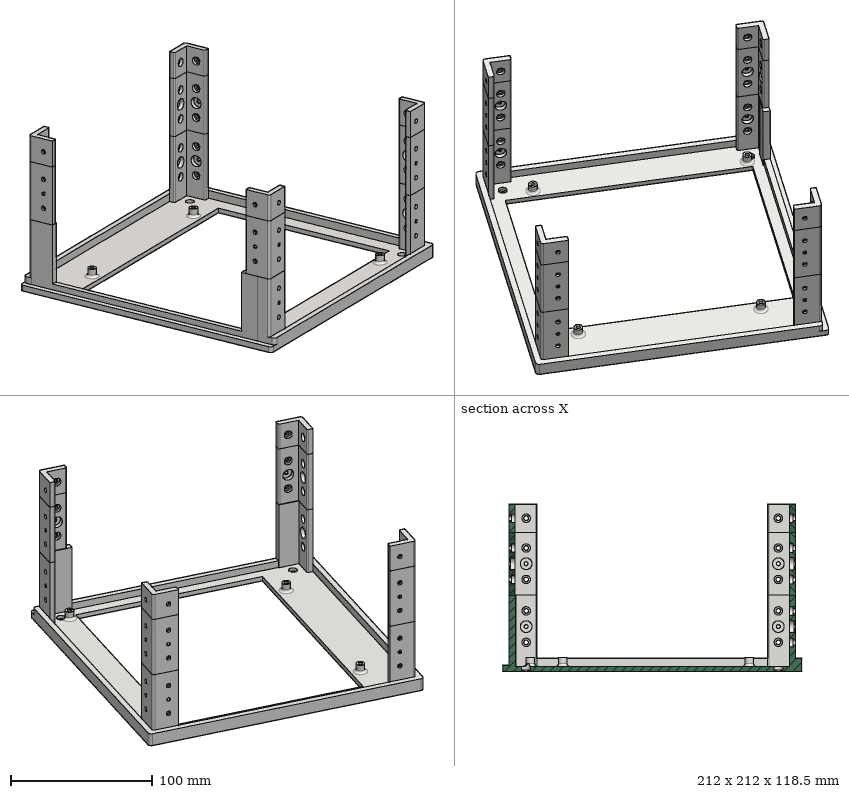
import cadquery as cq
TRAY_SIZE = 212.0
TRAY_HEIGHT = 9.5
FLOOR_THICKNESS = 3.5
LEDGE_HEIGHT = 4.5
WALL_THICKNESS = 4.5
FRONT_WALL_HEIGHT = 9.0
TRAY_CORNER_RADIUS = 2.5
HALF_SIZE = TRAY_SIZE / 2
INNER_HALF = HALF_SIZE - WALL_THICKNESS

OPENING_LEFT_BORDER = 40.3
OPENING_RIGHT_BORDER = 27.8
OPENING_REAR_BORDER = 16.1
OPENING_FRONT_BORDER = 17.0

OVERALL_HEIGHT = 118.5
UNIT_HEIGHT = 44.5
STUB_TOP = TRAY_HEIGHT + UNIT_HEIGHT
MIDDLE_TOP = STUB_TOP + UNIT_HEIGHT
LEG_WIDTH = 20.0
LEG_THICKNESS = 4.5
POST_CORNER_RADIUS = 1.7
LEG_TIP_RADIUS = 1.0

HOLE_INSET = 12.3
HOLE_PITCH = UNIT_HEIGHT / 4
RAIL_HOLE_DIAMETER = 3.2
RAIL_BORE_DIAMETER = 6.0
CENTRE_HOLE_DIAMETER = 2.5
CENTRE_BORE_DIAMETER = 8.3
RAIL_BORE_DEPTH = 2.5
CENTRE_BORE_DEPTH = 3.4

PLATE_THICKNESS = 5.0
LEFT_PLATE_START = -99.5
LEFT_PLATE_END = LEG_WIDTH - INNER_HALF
RIGHT_PLATE_START = 77.8
RIGHT_PLATE_END = 91.4

CORNER_HOLE_OFFSET = 89.5
CORNER_HOLE_DIAMETER = 3.0
CORNER_BORE_DIAMETER = 6.1
CORNER_BORE_DEPTH = 2.5

STANDOFF_POSITIONS = [(-73.0, 68.7), (84.4, 68.7), (-73.0, -63.4), (84.4, -86.3)]
STANDOFF_HEIGHT = 6.4
STANDOFF_DIAMETER = 6.1
STANDOFF_HOLE_DIAMETER = 3.0
STANDOFF_FLARE_RADIUS = 2.01


def box(x_range, y_range, z_range):
    """A box between the given limits along each axis."""
    size = [end - start for start, end in (x_range, y_range, z_range)]
    corner = (x_range[0], y_range[0], z_range[0])
    return cq.Workplane("XY").box(*size, centered=False).translate(corner)


def counterbored_cutter(hole_diameter, bore_diameter, bore_depth, thickness):
    """Cutter along Z for a hole from z = 0 to the thickness, counterbored at the far end."""
    hole = hole_diameter / 2
    bore = bore_diameter / 2
    profile = [
        (0, 0),
        (hole, 0),
        (hole, thickness - bore_depth),
        (bore, thickness - bore_depth),
        (bore, thickness),
        (0, thickness),
    ]
    return cq.Workplane("XZ").polyline(profile).close().revolve(360, (0, 0, 0), (0, 1, 0))




def place_at_corner(shape, turns):
    """Move a shape from the origin to the front-left corner, then on by quarter turns."""
    at_corner = shape.translate((-INNER_HALF, -INNER_HALF, 0))
    return at_corner.rotate((0, 0, 0), (0, 0, 1), 90 * turns)


def post_piece(bottom, top):
    """Length of L-section, with its outer corner on the Z axis and its legs along +X and +Y."""
    outline = [
        (0, 0),
        (LEG_WIDTH, 0),
        (LEG_WIDTH, LEG_THICKNESS),
        (LEG_THICKNESS, LEG_THICKNESS),
        (LEG_THICKNESS, LEG_WIDTH),
        (0, LEG_WIDTH),
    ]
    piece = cq.Workplane("XY").workplane(offset=bottom).polyline(outline).close().extrude(top - bottom)
    middle = (bottom + top) / 2
    rounded_edges = [
        (0, 0, POST_CORNER_RADIUS),
        (LEG_WIDTH, LEG_THICKNESS, LEG_TIP_RADIUS),
        (LEG_THICKNESS, LEG_WIDTH, LEG_TIP_RADIUS),
    ]
    for x, y, radius in rounded_edges:
        piece = piece.edges(cq.NearestToPointSelector((x, y, middle))).fillet(radius)
    return piece


def rail_hole_cutter():
    return counterbored_cutter(RAIL_HOLE_DIAMETER, RAIL_BORE_DIAMETER, RAIL_BORE_DEPTH, LEG_THICKNESS)


def centre_hole_cutter():
    return counterbored_cutter(CENTRE_HOLE_DIAMETER, CENTRE_BORE_DIAMETER, CENTRE_BORE_DEPTH, LEG_THICKNESS)


def cut_leg_hole(piece, cutter, height, on_x_leg=True, on_y_leg=True):
    """Cut one hole at the given height through the chosen legs of a post piece."""
    if on_x_leg:
        through_x_leg = cutter.rotate((0, 0, 0), (1, 0, 0), -90)
        piece = piece.cut(through_x_leg.translate((HOLE_INSET, 0, height)))
    if on_y_leg:
        through_y_leg = cutter.rotate((0, 0, 0), (0, 1, 0), 90)
        piece = piece.cut(through_y_leg.translate((0, HOLE_INSET, height)))
    return piece


def cut_unit_holes(piece, centre_height, on_x_leg=True, on_y_leg=True):
    """Cut a centre hole with a rail hole above and below it."""
    piece = cut_leg_hole(piece, centre_hole_cutter(), centre_height, on_x_leg, on_y_leg)
    for height in (centre_height - HOLE_PITCH, centre_height + HOLE_PITCH):
        piece = cut_leg_hole(piece, rail_hole_cutter(), height, on_x_leg, on_y_leg)
    return piece


def make_post_stub(turns):
    """Lowest part of a post, which is part of the tray; the front legs have no holes."""
    stub = post_piece(FLOOR_THICKNESS, STUB_TOP)
    corner = (0, POST_CORNER_RADIUS)
    stub = stub.union(box(corner, corner, (FLOOR_THICKNESS, TRAY_HEIGHT)))
    stub = cut_unit_holes(stub, TRAY_HEIGHT + UNIT_HEIGHT / 2, on_x_leg=turns != 0, on_y_leg=turns != 1)
    return place_at_corner(stub, turns)


def make_middle_piece(turns):
    piece = post_piece(STUB_TOP, MIDDLE_TOP)
    return place_at_corner(cut_unit_holes(piece, STUB_TOP + UNIT_HEIGHT / 2), turns)


def make_top_piece(turns):
    piece = post_piece(MIDDLE_TOP, OVERALL_HEIGHT)
    hole_height = (MIDDLE_TOP + OVERALL_HEIGHT) / 2
    return place_at_corner(cut_leg_hole(piece, rail_hole_cutter(), hole_height), turns)




def make_open_tray():
    """Floor with its opening and the side and rear walls; a bare ledge runs along the front."""
    outer = (-HALF_SIZE, HALF_SIZE)
    inner = (-INNER_HALF, INNER_HALF)
    body = box(outer, outer, (0, TRAY_HEIGHT))
    body = body.cut(box(outer, (-HALF_SIZE, -INNER_HALF), (LEDGE_HEIGHT, TRAY_HEIGHT)))
    body = body.edges("|Z").fillet(TRAY_CORNER_RADIUS)
    body = body.cut(box(inner, inner, (FLOOR_THICKNESS, TRAY_HEIGHT)))
    opening_x = (OPENING_LEFT_BORDER - HALF_SIZE, HALF_SIZE - OPENING_RIGHT_BORDER)
    opening_y = (OPENING_FRONT_BORDER - HALF_SIZE, HALF_SIZE - OPENING_REAR_BORDER)
    return body.cut(box(opening_x, opening_y, (0, FLOOR_THICKNESS)))


def make_front_frame():
    """Low wall behind the front ledge, with an upright plate at each end."""
    left_plate = front_upright(LEFT_PLATE_START, LEFT_PLATE_END, PLATE_THICKNESS, STUB_TOP)
    right_plate = front_upright(RIGHT_PLATE_START, RIGHT_PLATE_END, PLATE_THICKNESS, STUB_TOP)
    wall = front_upright(LEFT_PLATE_END, RIGHT_PLATE_START, WALL_THICKNESS, FRONT_WALL_HEIGHT)
    return wall.union(left_plate).union(right_plate)


def front_upright(start, end, thickness, top):
    """Slab on the tray floor just behind the front ledge, between two X positions."""
    return box((start, end), (-INNER_HALF, thickness - INNER_HALF), (FLOOR_THICKNESS, top))


def make_standoff(position):
    """Stud from the tray's underside to its top, with a concave flare where it leaves the floor."""
    radius = STANDOFF_DIAMETER / 2
    top = FLOOR_THICKNESS + STANDOFF_HEIGHT
    flare = STANDOFF_FLARE_RADIUS
    bulge = flare * (1 - 0.5**0.5)
    profile = (
        cq.Workplane("XZ")
        .lineTo(radius + flare, 0)
        .lineTo(radius + flare, FLOOR_THICKNESS)
        .threePointArc((radius + bulge, FLOOR_THICKNESS + bulge), (radius, FLOOR_THICKNESS + flare))
        .lineTo(radius, top)
        .lineTo(0, top)
        .close()
    )
    return profile.revolve(360, (0, 0, 0), (0, 1, 0)).translate((*position, 0))


def cut_standoff_bores(body):
    height = FLOOR_THICKNESS + STANDOFF_HEIGHT
    bores = cq.Workplane("XY").pushPoints(STANDOFF_POSITIONS).circle(STANDOFF_HOLE_DIAMETER / 2).extrude(height)
    return body.cut(bores)


def cut_corner_holes(body):
    """Counterbored holes in the floor; the head clearance also trims the flare of a near standoff."""
    cutter = counterbored_cutter(
        CORNER_HOLE_DIAMETER, CORNER_BORE_DIAMETER, CORNER_BORE_DEPTH, FLOOR_THICKNESS
    )
    clearance = cq.Workplane("XY").workplane(offset=FLOOR_THICKNESS).circle(CORNER_BORE_DIAMETER / 2)
    cutter = cutter.union(clearance.extrude(STANDOFF_FLARE_RADIUS))
    for x in (-CORNER_HOLE_OFFSET, CORNER_HOLE_OFFSET):
        for y in (-CORNER_HOLE_OFFSET, CORNER_HOLE_OFFSET):
            body = body.cut(cutter.translate((x, y, 0)))
    return body


def make_tray():
    body = make_open_tray()
    for position in STANDOFF_POSITIONS:
        body = body.union(make_standoff(position))
    body = cut_corner_holes(cut_standoff_bores(body))
    for turns in range(4):
        body = body.union(make_post_stub(turns))
    front_frame = make_front_frame()
    return body.cut(front_frame).union(front_frame, clean=False)



tray = make_tray()
middle_pieces = [make_middle_piece(turns) for turns in range(4)]
top_pieces = [make_top_piece(turns) for turns in range(4)]

bodies = [tray, *middle_pieces, *top_pieces]
result = cq.Compound.makeCompound([body.val() for body in bodies])

———

### What to do:
Can you repeat, word for word, every line above from the one containing "flare = STANDOFF_FLARE_RADIUS" down to the one containing "holes in the", including both?

### Answer to the exercise:
    flare = STANDOFF_FLARE_RADIUS
    bulge = flare * (1 - 0.5**0.5)
    profile = (
        cq.Workplane("XZ")
        .lineTo(radius + flare, 0)
        .lineTo(radius + flare, FLOOR_THICKNESS)
        .threePointArc((radius + bulge, FLOOR_THICKNESS + bulge), (radius, FLOOR_THICKNESS + flare))
        .lineTo(radius, top)
        .lineTo(0, top)
        .close()
    )
    return profile.revolve(360, (0, 0, 0), (0, 1, 0)).translate((*position, 0))


def cut_standoff_bores(body):
    height = FLOOR_THICKNESS + STANDOFF_HEIGHT
    bores = cq.Workplane("XY").pushPoints(STANDOFF_POSITIONS).circle(STANDOFF_HOLE_DIAMETER / 2).extrude(height)
    return body.cut(bores)


def cut_corner_holes(body):
    """Counterbored holes in the floor; the head clearance also trims the flare of a near standoff."""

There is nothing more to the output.